Cheris stiffened in spite of herself, even if her recent encounter with Shuos Khiaz was nobody’s secret. Time to change the topic. “All right, Nirai-zho,” she said without emphasizing the honorific, “since I’m apparently so confused about my own motives, you tell me what the hell it is I’m after.”

Kujen’s long fingers picked more cards out of the deck, slow and precise. He laid them in a circle, face-up. Ace through seven from the suit of Doors. “You want to bring down the whole damn calendar,” he said. “Took me a little while to see it. You’re very conscientious about researching all the heretics near your assignments. It looks a lot like duty, doesn’t it? But I think you’re fishing for allies, even if you haven’t found any that meet your criteria, whatever they are. You want to bring the whole damn heptarchate down.”

Cheris was starting to wish she had appreciated her paperwork more. At this rate, she was never going to get a chance to finish it. “Yes, and I’d better hope for a few million soldiers to show up and join me,” she said sarcastically. “Really, a one-man crusade against the heptarchate entire? That’s not cocky, that’s psychotic.”

“Funny you should say that,” Kujen said, “considering you’ve never lost a battle.”

She hated it when people bludgeoned her over the head with that, but she held her peace.

“Besides,” Kujen said, “you’re in luck anyway. I looked at your academy transcripts. I don’t know how it escaped everyone’s notice for so long that you have dyscalculia. Math was the only subject you struggled with, isn’t that right? You need number theory to get anywhere in high-level calendrical warfare. Nine hundred years ago I invented an allied branch of math to make the mothdrives possible. No one else has successfully pulled off a major calendar shift. I’m surrounded by tinkerers, not real mathematicians.”

Yes, Cheris thought, and you came up with the remembrances, too.

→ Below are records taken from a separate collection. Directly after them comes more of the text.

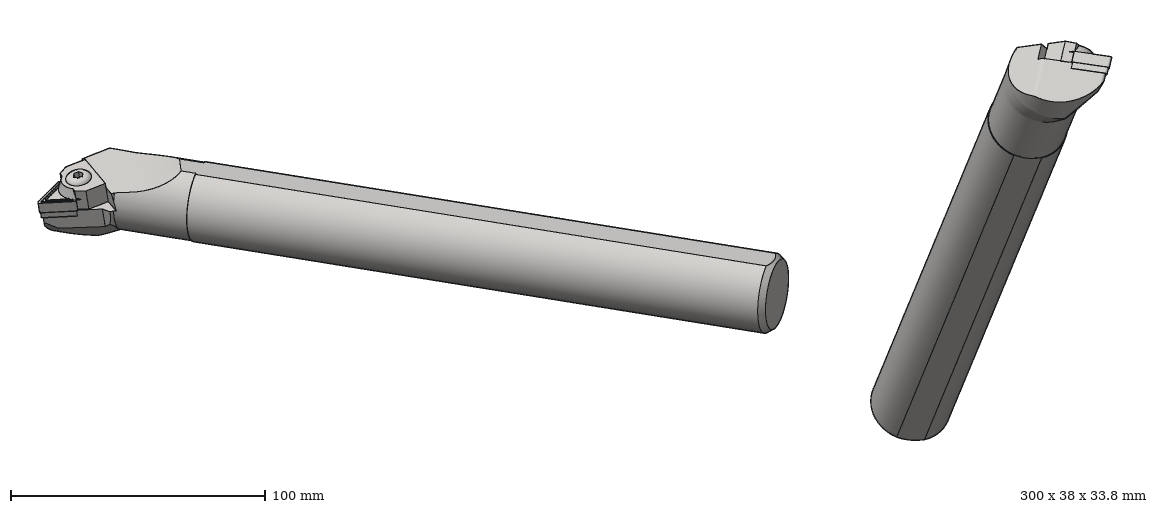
import cadquery as cq
import math

overall_length = 300.0
shank_radius = 16.0
flat_height = 15.0
shank_start = 60.0
end_chamfer_length = 2.6
end_chamfer_depth = 1.9

neck_radius = 15.7
neck_start = 29.5
head_radius = 18.84
head_axis_y = -3.1
head_full_end = 20.0
head_overrun = 5.0

tip_reach = 22.0
slope_x = 0.07
slope_y = 0.20
bisector_angle = math.radians(43)

insert_side = 16.5
insert_thickness = 4.76
insert_corner = 0.8
groove_inset = 1.0
groove_width = 1.0
groove_depth = 0.3
shim_thickness = 2.7
shim_inset = 0.2

nose_inset = 0.5
nose_corner = 1.0
back_face_offset = 13.2
back_corner = 4.0
relief_length = 22.5
relief_flare = 2.0
pocket_wall = 26.5

ramp_height = 2.0
ramp_bend = (23.0, 37.0, 49.0)
ramp_start = -2.0
ramp_end = 65.0
ramp_rise = 11.2

facet_angle = math.radians(45)
facet_slope = 0.233
facet_clearance = 0.1

clamp_half_width = 9.4
clamp_top = 4.3
clamp_front_half_width = 6.8
clamp_shoulder = 18.0
clamp_nose_radius = 8.6
clamp_nose_top_radius = 7.0
screw_distance = 19.2
screw_radius = 5.4
screw_top = 5.8
screw_rounding = 2.6
socket_across_corners = 4.0
socket_depth = 3.0

far = 120.0

half_tip = math.radians(30)
insert_length = insert_side * math.cos(half_tip)
corner_pullback = insert_corner / math.sin(half_tip)
tip_x = insert_corner - corner_pullback * math.cos(bisector_angle)
tip_y = insert_corner - tip_reach - corner_pullback * math.sin(bisector_angle)


def seat_plane(angle):
    """Tilted plane through the tip, with its x axis at the given angle from X seen from above."""
    dx = math.cos(angle)
    dy = math.sin(angle)
    return cq.Plane(
        origin=(tip_x, tip_y, 0),
        xDir=(dx, dy, slope_x * dx + slope_y * dy),
        normal=(-slope_x, -slope_y, 1),
    )


seat_frame = seat_plane(bisector_angle)
along_seat_normal = cq.selectors.ParallelDirSelector(seat_frame.zDir)
highest_on_seat = cq.selectors.DirectionMinMaxSelector(seat_frame.zDir, True)


def nearest_to(x, y):
    """Selector for the item nearest to a point of the seat frame."""
    return cq.selectors.NearestToPointSelector(seat_frame.toWorldCoords((x, y, 0)))


def seat(height=0.0):
    """Workplane parallel to the insert face at a height above it."""
    return cq.Workplane(seat_frame).workplane(offset=height)


def triangle(inset, bottom, top, corner):
    """Triangular prism that follows the insert outline, moved inward by inset."""
    tip = inset / math.sin(half_tip)
    base = insert_length - inset
    half_base = (base - tip) * math.tan(half_tip)
    prism = (
        seat(bottom)
        .polyline([(tip, 0), (base, -half_base), (base, half_base)])
        .close()
        .extrude(top - bottom)
    )
    if corner > 0:
        prism = prism.edges(along_seat_normal).fillet(corner)
    return prism


def bar_cylinder(start, end, radius, axis_y=0.0):
    return cq.Workplane("YZ", origin=(start, axis_y, 0)).circle(radius).extrude(end - start)


def make_shank():
    shank = (
        bar_cylinder(shank_start, overall_length, shank_radius)
        .faces(">X")
        .chamfer(end_chamfer_length, end_chamfer_depth)
    )
    length = overall_length - shank_start
    slab = cq.Workplane("XY").box(length, 2 * shank_radius, 2 * flat_height)
    return shank.intersect(slab.translate((shank_start + length / 2, 0, 0)))


def make_head_blank():
    """Swollen front end, its taper and the round neck, with the top flat."""
    swelling = bar_cylinder(-head_overrun, head_full_end, head_radius, head_axis_y)
    taper = (
        cq.Workplane("YZ", origin=(head_full_end, 0, 0))
        .center(head_axis_y, 0)
        .circle(head_radius)
        .workplane(offset=neck_start - head_full_end)
        .center(-head_axis_y, 0)
        .circle(neck_radius)
        .loft(ruled=True)
    )
    neck = bar_cylinder(neck_start, shank_start, neck_radius)
    top_cut = cq.Workplane("XY", origin=(0, 0, flat_height)).rect(2 * far, 2 * far).extrude(far)
    return swelling.union(taper).union(neck).cut(top_cut)


def head_outline():
    """Prism that trims the head below the insert edges and along the flat back."""
    tan_half = math.tan(half_tip)
    tip = nose_inset / math.sin(half_tip)
    back = tip + back_face_offset / tan_half
    relief = -(relief_length - tip) * tan_half
    outline = (
        seat(-far)
        .polyline([
            (tip, 0),
            (relief_length, relief),
            (pocket_wall, relief - relief_flare * (pocket_wall - relief_length)),
            (pocket_wall, -far),
            (far, -far),
            (far, back_face_offset),
            (back, back_face_offset),
        ])
        .close()
        .extrude(2 * far)
    )
    outline = outline.edges(along_seat_normal).edges(nearest_to(tip, 0)).fillet(nose_corner)
    return outline.edges(along_seat_normal).edges(nearest_to(back, back_face_offset)).fillet(back_corner)


def ramp_cut():
    """Material above the sloped top of the head, which curves upward toward the shank."""
    along_x = seat_plane(0)
    side = cq.Plane(origin=along_x.origin, xDir=along_x.xDir, normal=-along_x.yDir)
    ramp_top = ramp_height + ramp_rise
    bend_points = [(x, ramp_height) for x in ramp_bend]
    return (
        cq.Workplane(side)
        .moveTo(-far, ramp_height)
        .lineTo(ramp_start, ramp_height)
        .bezier([(ramp_start, ramp_height), *bend_points, (ramp_end, ramp_top)])
        .lineTo(ramp_end, far)
        .lineTo(-far, far)
        .close()
        .extrude(far, both=True)
    )


def facet_cut():
    """Material outside the flat facet that runs from the insert seat back to the neck."""
    reach = neck_radius + facet_clearance
    side = -math.sin(facet_angle)
    down = -math.cos(facet_angle)
    facet = cq.Plane(
        origin=(neck_start, reach * side, reach * down),
        normal=(facet_slope, side, down),
    )
    outside = cq.Workplane(facet).rect(2 * far, 2 * far).extrude(far)
    ahead_of_neck = cq.Workplane("YZ", origin=(neck_start, 0, 0)).rect(2 * far, 2 * far).extrude(-far)
    return outside.intersect(ahead_of_neck)


def pocket_cut():
    return seat(-insert_thickness).center(pocket_wall - far / 2, 0).rect(far, 2 * far).extrude(far)


def make_clamp():
    """Wedge clamp with a tapered round nose over the insert and a domed socket screw."""
    block = (
        seat(-insert_thickness)
        .polyline([
            (insert_length, -clamp_front_half_width),
            (clamp_shoulder, -clamp_half_width),
            (pocket_wall, -clamp_half_width),
            (pocket_wall, clamp_half_width),
            (clamp_shoulder, clamp_half_width),
            (insert_length, clamp_front_half_width),
        ])
        .close()
        .extrude(insert_thickness + clamp_top)
    )
    nose = (
        seat()
        .center(screw_distance, 0)
        .circle(clamp_nose_radius)
        .workplane(offset=clamp_top)
        .circle(clamp_nose_top_radius)
        .loft()
    )
    beyond_wall = seat().center(pocket_wall + far / 2, 0).rect(far, far).extrude(far)
    screw = (
        seat()
        .center(screw_distance, 0)
        .circle(screw_radius)
        .extrude(screw_top)
        .edges(highest_on_seat)
        .fillet(screw_rounding)
    )
    socket = (
        seat(screw_top - socket_depth)
        .center(screw_distance, 0)
        .polygon(6, socket_across_corners)
        .extrude(far)
    )
    return block.union(nose.cut(beyond_wall)).union(screw).cut(socket)


def make_holder():
    """Shank, head, shim and clamp as one solid."""
    head = make_head_blank().cut(facet_cut()).intersect(head_outline())
    head = head.cut(ramp_cut()).cut(pocket_cut())
    shim_bottom = -insert_thickness - shim_thickness
    shim = triangle(shim_inset, shim_bottom, -insert_thickness, insert_corner)
    return make_shank().union(head).union(shim).union(make_clamp())


def make_insert():
    """Triangular cutting insert with a chip groove around its top face."""
    body = triangle(0, -insert_thickness, 0, insert_corner)
    groove = triangle(groove_inset, -groove_depth, groove_depth, 0)
    island = triangle(groove_inset + groove_width, -groove_depth, groove_depth, 0)
    return body.cut(groove.cut(island))


holder = make_holder()
insert = make_insert()

result = cq.Compound.makeCompound([holder.solids().val(), insert.solids().val()])

Specifically, the fact that they were accompanied by ceremonial torture. She was getting the idea that the torture had been a design parameter, not an unfortunate coincidence. “I’m sorry,” she said, “but I have a certain amount of evidence that you’re a sociopath. Why the fuck would I get in bed with you?”

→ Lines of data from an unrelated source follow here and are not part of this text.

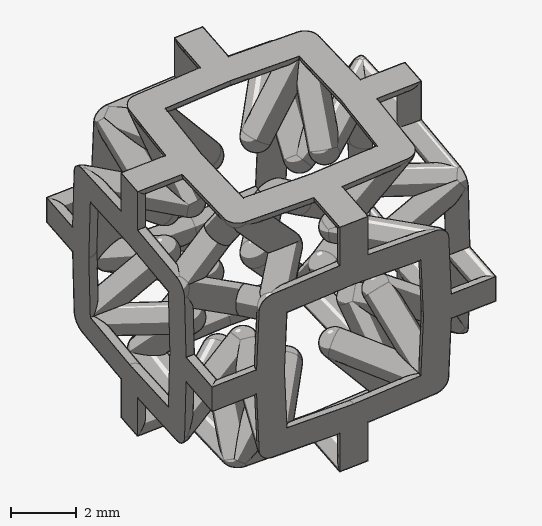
import cadquery as cq

cell_size = 10.0
strut_diameter = 1.0

ring_corner_offset = 2.84
ring_middle_offset = 2.95
inner_node_near = 0.86
inner_node_far = 2.38

half_cell = cell_size / 2
strut_radius = strut_diameter / 2

ring_corner = (half_cell, ring_corner_offset, ring_corner_offset)
ring_middle_a = (half_cell, ring_middle_offset, 0)
ring_middle_b = (half_cell, 0, ring_middle_offset)
edge_middle_a = (half_cell, half_cell, 0)
edge_middle_b = (half_cell, 0, half_cell)
inner_node_a = (inner_node_far, inner_node_near, inner_node_far)
inner_node_b = (inner_node_far, inner_node_far, inner_node_near)


def node_ball(node):
    """Ball that rounds the meeting of struts at a node."""
    return cq.Workplane("XY").sphere(strut_radius).translate(node).val()


def strut(start, end):
    """Round bar between two nodes."""
    start_point = cq.Vector(*start)
    run = cq.Vector(*end) - start_point
    return cq.Solid.makeCylinder(strut_radius, run.Length, start_point, run)


def x_face_bodies():
    """Struts and balls of one octant that hang on the +X face."""
    return [
        strut(ring_middle_a, ring_corner),
        strut(ring_corner, ring_middle_b),
        node_ball(ring_corner),
        strut(ring_middle_a, edge_middle_a),
        strut(ring_middle_b, edge_middle_b),
        strut(ring_corner, inner_node_a),
        strut(ring_corner, inner_node_b),
        node_ball(inner_node_a),
    ]


def octant():
    """One eighth of the cell: the +X bodies turned onto all three faces, then trimmed."""
    diagonal_start = cq.Vector(0, 0, 0)
    diagonal_end = cq.Vector(1, 1, 1)
    bodies = []
    for turn in (0, 120, 240):
        bodies += [body.rotate(diagonal_start, diagonal_end, turn) for body in x_face_bodies()]
    first_body, *other_bodies = bodies
    struts = cq.Workplane(first_body.fuse(*other_bodies))
    octant_box = cq.Workplane("XY").box(half_cell, half_cell, half_cell, centered=False)
    return struts.intersect(octant_box)


result = octant()
for mirror_plane in ("XY", "XZ", "YZ"):
    result = result.union(result.mirror(mirror_plane))

The thing was, Kujen was making her one hell of an offer. Cheris’s original plan had called for finding a way to assassinate him, because she despised the regime that Kujen represented, and she had thought the only way to replace it with a better one was to annihilate Kujen first. But if she could make use of him instead –

Kujen grinned at her. “This coming from a former assassin.” He glanced over his shoulder at the corpse. “Instead of killing people one at a time, you get to kill them a bunch at a time now, isn’t that why you traded up? In academy you were good at a lot of things. Languages, for instance. You could have gone into propaganda or interpreting or analysis. Yet you threw everything away to become a walking gun.